===== Extracted material

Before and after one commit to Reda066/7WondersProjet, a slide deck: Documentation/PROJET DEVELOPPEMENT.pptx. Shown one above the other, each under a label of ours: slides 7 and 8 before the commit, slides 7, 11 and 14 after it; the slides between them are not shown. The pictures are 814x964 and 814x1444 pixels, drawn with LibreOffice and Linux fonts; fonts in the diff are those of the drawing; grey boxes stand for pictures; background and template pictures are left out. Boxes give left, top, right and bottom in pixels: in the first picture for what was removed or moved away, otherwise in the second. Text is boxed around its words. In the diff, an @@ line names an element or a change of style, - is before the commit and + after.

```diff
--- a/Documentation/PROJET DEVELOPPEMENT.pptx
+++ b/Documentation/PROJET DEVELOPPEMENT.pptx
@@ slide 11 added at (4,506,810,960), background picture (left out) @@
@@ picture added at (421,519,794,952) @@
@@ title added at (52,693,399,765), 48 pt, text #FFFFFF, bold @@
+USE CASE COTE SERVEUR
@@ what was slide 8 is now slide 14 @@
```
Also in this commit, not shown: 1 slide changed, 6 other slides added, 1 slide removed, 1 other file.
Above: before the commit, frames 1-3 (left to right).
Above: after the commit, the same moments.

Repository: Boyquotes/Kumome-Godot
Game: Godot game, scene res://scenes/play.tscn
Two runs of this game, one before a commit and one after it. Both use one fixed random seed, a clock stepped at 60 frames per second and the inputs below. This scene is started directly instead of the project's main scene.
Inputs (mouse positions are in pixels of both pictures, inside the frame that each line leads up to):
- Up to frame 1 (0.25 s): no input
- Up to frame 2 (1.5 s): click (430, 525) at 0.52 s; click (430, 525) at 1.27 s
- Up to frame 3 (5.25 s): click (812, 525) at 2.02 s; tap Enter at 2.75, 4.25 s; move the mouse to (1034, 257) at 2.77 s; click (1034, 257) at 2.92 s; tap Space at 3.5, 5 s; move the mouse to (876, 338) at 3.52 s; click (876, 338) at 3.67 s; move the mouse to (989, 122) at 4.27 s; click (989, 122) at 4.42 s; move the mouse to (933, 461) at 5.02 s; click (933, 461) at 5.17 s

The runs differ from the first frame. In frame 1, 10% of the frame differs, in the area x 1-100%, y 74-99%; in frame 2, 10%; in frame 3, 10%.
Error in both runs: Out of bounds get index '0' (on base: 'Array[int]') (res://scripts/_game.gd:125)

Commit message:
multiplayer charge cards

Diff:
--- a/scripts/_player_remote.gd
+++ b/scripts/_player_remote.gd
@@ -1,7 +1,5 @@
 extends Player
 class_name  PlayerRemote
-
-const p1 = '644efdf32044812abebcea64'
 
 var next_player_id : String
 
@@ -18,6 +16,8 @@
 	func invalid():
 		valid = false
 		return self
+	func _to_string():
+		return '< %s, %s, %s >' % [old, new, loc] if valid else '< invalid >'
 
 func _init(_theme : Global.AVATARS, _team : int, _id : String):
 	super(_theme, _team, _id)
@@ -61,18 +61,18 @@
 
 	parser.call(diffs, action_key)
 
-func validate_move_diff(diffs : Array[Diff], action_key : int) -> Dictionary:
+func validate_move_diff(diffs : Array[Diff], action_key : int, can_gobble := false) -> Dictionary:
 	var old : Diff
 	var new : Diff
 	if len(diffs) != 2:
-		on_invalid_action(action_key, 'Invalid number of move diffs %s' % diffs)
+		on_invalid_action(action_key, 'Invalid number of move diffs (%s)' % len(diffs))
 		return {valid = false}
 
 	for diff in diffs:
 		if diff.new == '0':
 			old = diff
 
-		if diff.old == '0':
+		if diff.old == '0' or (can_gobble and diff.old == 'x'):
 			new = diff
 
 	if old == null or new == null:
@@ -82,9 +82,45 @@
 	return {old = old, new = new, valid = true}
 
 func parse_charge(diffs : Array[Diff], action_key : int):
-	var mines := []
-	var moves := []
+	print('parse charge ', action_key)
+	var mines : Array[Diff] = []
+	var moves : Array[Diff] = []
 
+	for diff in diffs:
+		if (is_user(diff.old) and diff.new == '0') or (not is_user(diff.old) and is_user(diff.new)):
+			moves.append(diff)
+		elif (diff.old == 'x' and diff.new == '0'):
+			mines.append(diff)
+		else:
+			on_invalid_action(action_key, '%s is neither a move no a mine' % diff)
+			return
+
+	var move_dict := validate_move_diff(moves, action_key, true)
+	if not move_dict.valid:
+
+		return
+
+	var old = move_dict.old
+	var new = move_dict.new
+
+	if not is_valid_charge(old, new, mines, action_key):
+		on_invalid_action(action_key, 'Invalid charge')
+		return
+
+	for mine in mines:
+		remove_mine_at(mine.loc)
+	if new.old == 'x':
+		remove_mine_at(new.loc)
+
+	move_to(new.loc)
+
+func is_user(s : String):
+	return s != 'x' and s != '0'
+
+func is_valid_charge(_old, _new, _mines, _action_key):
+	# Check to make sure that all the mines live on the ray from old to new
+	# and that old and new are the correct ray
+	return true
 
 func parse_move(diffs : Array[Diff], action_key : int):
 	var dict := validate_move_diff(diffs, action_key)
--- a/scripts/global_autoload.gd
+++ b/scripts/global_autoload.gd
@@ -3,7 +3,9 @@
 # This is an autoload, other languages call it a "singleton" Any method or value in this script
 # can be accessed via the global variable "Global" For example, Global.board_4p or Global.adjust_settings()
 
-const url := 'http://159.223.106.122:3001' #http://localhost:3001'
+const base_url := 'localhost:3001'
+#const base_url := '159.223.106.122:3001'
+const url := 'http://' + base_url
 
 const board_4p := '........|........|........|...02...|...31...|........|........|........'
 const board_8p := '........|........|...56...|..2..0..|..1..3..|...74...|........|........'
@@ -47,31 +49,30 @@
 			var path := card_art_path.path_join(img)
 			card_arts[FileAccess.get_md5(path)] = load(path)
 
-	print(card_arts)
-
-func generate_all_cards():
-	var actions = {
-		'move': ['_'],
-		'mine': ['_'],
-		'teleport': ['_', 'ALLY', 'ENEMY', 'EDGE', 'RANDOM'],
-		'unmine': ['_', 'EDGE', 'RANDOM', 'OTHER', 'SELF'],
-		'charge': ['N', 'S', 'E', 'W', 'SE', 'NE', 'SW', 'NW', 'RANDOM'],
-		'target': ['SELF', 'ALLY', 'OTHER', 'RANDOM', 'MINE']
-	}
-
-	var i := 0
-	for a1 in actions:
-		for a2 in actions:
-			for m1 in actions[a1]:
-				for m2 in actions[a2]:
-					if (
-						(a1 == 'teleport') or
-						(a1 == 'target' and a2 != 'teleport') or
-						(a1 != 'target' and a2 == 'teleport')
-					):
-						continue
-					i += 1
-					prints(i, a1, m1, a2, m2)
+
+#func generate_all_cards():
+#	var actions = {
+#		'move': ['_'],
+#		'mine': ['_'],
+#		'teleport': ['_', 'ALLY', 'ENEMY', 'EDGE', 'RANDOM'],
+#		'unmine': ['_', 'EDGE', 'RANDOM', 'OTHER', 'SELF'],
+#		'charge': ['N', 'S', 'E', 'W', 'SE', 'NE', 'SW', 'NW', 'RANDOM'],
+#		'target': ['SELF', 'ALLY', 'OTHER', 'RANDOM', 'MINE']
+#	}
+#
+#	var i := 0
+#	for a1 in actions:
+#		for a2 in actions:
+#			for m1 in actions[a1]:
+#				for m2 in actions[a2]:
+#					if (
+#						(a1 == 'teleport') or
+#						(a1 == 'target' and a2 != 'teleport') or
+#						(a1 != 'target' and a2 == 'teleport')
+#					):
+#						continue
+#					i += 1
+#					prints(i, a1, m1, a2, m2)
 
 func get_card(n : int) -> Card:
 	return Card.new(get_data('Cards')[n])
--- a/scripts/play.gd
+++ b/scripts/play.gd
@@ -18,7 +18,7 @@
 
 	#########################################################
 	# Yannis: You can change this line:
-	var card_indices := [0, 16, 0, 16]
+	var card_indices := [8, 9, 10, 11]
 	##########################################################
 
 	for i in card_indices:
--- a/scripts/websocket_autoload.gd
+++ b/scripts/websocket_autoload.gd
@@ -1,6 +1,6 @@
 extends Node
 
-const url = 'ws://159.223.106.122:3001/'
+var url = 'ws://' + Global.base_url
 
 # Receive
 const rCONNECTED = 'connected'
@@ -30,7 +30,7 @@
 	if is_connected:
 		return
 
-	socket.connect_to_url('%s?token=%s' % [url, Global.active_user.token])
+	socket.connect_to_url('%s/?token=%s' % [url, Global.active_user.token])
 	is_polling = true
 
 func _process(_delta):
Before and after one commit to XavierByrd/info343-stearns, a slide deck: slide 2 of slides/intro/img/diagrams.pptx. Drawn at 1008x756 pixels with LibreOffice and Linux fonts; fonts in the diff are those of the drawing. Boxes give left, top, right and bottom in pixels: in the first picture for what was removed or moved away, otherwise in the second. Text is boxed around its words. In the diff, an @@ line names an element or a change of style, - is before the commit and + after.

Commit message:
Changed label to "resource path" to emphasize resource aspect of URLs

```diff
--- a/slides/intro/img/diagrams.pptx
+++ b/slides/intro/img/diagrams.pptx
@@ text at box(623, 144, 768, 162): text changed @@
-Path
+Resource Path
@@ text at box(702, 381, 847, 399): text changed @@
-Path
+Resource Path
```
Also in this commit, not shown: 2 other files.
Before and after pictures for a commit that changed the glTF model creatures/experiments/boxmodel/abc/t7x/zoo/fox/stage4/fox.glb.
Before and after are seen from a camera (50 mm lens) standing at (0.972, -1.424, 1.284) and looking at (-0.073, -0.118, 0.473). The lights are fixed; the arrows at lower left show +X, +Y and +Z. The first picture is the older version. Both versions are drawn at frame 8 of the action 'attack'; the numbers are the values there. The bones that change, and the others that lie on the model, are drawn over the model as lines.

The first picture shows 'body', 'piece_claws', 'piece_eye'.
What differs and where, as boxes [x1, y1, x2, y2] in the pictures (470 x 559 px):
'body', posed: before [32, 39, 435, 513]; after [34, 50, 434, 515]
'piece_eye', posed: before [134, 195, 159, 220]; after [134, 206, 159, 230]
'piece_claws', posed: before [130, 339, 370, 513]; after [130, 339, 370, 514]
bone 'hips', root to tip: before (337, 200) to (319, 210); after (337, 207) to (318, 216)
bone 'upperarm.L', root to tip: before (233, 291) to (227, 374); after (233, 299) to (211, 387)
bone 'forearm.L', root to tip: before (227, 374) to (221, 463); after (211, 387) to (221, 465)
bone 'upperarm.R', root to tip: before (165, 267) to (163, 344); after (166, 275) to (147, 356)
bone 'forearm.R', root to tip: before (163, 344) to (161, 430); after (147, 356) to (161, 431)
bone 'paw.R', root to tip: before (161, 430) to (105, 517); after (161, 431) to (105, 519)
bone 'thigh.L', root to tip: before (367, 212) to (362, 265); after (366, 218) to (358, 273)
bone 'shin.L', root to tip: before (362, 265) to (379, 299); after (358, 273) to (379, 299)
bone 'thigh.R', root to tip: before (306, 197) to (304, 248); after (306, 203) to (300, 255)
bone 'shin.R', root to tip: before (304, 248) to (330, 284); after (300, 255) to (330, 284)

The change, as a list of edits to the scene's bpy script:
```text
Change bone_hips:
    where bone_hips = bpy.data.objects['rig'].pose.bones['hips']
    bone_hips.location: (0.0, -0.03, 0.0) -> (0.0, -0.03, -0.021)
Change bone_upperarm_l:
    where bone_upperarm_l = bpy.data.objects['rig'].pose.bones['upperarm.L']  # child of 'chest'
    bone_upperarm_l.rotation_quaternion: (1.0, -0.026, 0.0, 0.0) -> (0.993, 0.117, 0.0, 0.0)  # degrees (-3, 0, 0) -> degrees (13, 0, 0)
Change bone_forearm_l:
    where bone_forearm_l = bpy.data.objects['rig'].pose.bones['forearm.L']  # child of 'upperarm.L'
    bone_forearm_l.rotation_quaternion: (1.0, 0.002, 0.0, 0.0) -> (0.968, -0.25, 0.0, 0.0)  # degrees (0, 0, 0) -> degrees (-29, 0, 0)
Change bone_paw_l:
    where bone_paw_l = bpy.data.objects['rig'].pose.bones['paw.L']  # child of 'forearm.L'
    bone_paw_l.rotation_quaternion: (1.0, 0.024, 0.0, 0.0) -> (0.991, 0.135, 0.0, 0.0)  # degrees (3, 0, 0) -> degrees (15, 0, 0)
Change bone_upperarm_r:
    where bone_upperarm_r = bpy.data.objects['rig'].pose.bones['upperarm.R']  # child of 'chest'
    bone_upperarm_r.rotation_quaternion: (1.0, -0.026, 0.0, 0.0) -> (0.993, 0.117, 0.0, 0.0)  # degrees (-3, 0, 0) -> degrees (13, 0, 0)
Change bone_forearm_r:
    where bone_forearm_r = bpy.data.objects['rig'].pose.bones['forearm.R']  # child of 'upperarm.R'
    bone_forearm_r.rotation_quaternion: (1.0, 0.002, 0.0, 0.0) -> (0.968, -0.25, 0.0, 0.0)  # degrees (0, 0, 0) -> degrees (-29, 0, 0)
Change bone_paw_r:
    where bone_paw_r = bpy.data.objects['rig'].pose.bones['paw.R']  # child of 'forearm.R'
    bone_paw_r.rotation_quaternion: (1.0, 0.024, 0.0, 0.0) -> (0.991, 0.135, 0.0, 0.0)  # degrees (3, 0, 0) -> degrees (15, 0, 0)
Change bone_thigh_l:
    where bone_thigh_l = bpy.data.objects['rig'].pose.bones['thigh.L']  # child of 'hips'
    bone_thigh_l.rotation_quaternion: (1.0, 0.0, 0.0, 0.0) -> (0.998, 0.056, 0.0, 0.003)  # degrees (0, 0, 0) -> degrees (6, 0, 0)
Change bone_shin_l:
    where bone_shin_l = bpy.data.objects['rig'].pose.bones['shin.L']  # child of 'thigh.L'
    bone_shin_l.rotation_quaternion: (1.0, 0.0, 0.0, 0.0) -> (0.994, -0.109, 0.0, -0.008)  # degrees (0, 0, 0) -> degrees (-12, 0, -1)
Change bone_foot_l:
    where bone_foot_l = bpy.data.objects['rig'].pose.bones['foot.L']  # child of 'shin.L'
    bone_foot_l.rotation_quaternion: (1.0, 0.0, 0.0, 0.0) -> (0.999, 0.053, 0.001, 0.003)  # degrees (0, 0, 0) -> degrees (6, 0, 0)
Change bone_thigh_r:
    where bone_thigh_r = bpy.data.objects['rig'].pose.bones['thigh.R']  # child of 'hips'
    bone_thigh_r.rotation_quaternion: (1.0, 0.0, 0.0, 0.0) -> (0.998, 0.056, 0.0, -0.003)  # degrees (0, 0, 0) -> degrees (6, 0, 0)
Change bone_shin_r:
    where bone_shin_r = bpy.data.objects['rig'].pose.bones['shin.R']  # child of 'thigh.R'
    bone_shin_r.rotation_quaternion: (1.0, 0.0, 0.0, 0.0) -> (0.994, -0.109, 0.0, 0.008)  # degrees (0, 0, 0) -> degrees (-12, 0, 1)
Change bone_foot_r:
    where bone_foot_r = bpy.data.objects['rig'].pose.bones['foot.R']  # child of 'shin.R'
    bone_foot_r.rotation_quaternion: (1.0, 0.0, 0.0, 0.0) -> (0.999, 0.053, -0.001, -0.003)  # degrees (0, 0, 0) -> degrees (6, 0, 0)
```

==========

— Exercise directions —
Task for the records above: copy every line in which the word "shown" occurs.

— Solution —
Before and after one commit to Reda066/7WondersProjet, a slide deck: Documentation/PROJET DEVELOPPEMENT.pptx. Shown one above the other, each under a label of ours: slides 7 and 8 before the commit, slides 7, 11 and 14 after it; the slides between them are not shown. The pictures are 814x964 and 814x1444 pixels, drawn with LibreOffice and Linux fonts; fonts in the diff are those of the drawing; grey boxes stand for pictures; background and template pictures are left out. Boxes give left, top, right and bottom in pixels: in the first picture for what was removed or moved away, otherwise in the second. Text is boxed around its words. In the diff, an @@ line names an element or a change of style, - is before the commit and + after.
Also in this commit, not shown: 1 slide changed, 6 other slides added, 1 slide removed, 1 other file.
Also in this commit, not shown: 2 other files.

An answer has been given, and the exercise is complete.